▶ Dataset excerpts:
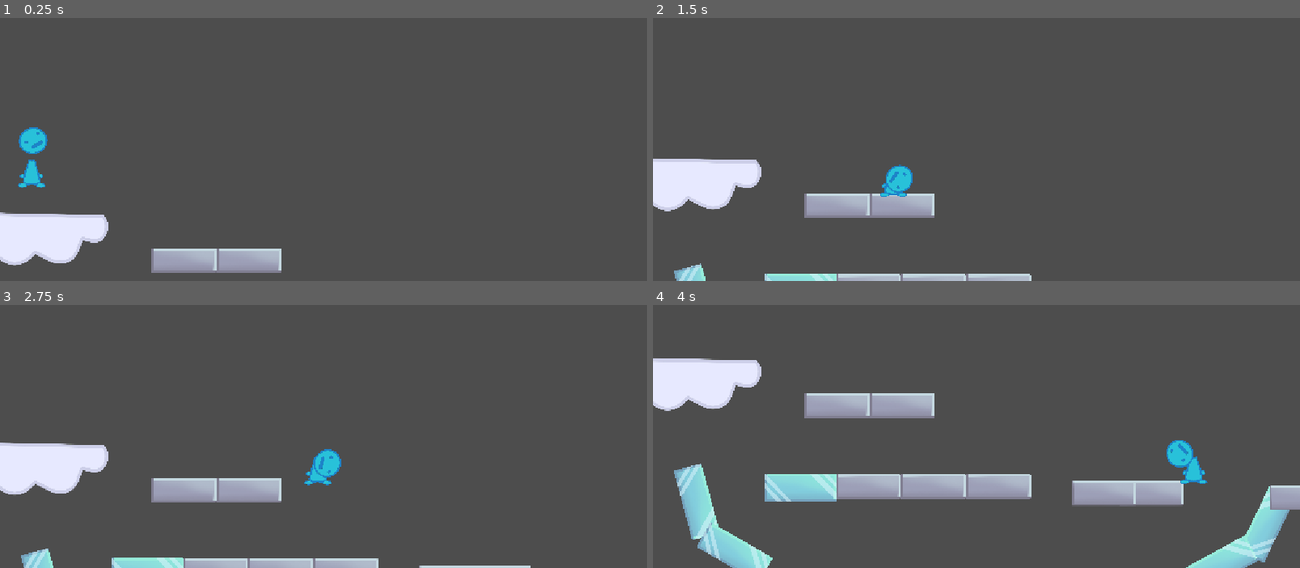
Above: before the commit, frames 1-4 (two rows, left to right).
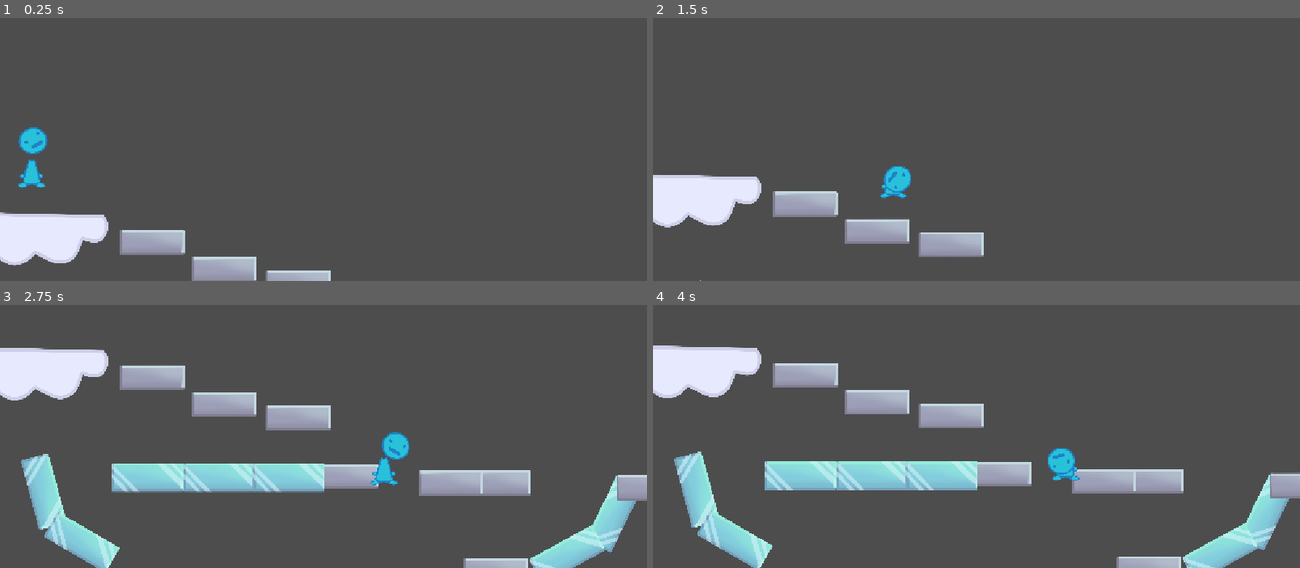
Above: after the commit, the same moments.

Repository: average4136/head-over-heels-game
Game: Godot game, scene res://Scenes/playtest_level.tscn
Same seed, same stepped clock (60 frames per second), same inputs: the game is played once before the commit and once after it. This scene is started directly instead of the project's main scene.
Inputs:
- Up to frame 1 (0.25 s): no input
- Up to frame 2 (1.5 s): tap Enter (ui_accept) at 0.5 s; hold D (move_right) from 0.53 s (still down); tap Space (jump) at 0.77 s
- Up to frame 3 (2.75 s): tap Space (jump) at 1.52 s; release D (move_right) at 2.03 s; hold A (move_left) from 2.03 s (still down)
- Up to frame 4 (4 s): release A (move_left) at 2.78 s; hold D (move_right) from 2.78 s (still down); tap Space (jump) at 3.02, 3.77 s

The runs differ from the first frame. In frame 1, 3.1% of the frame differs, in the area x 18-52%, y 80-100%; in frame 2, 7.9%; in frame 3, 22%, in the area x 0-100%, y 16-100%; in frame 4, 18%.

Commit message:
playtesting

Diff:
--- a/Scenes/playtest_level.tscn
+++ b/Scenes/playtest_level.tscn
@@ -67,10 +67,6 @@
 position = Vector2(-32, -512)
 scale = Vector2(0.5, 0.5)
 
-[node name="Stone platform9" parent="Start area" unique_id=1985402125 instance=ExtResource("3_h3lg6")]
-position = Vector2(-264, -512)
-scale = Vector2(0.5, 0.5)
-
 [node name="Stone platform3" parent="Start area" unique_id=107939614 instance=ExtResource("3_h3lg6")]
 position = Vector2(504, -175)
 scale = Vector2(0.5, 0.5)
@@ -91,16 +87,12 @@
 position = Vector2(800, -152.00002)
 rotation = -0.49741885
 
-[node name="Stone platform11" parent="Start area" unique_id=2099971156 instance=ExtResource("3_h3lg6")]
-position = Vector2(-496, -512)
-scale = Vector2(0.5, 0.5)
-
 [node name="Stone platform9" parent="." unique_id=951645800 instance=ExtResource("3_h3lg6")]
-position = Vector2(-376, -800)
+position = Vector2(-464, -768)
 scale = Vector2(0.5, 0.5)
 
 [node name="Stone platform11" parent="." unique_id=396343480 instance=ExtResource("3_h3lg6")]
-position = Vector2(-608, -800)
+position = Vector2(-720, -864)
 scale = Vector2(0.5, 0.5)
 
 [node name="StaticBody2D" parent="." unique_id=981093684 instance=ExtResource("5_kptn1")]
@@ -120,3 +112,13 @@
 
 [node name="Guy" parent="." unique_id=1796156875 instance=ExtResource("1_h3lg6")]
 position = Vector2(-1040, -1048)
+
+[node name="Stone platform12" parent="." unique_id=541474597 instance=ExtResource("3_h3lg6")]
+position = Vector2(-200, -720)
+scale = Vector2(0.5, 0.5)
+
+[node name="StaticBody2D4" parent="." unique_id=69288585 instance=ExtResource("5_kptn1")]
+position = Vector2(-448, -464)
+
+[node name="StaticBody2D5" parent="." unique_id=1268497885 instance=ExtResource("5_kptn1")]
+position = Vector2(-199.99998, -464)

▶ Work to be completed: Search the entries above for the word "Scenes", and copy every line where it occurs.

▶ Task response:
Game: Godot game, scene res://Scenes/playtest_level.tscn
--- a/Scenes/playtest_level.tscn
+++ b/Scenes/playtest_level.tscn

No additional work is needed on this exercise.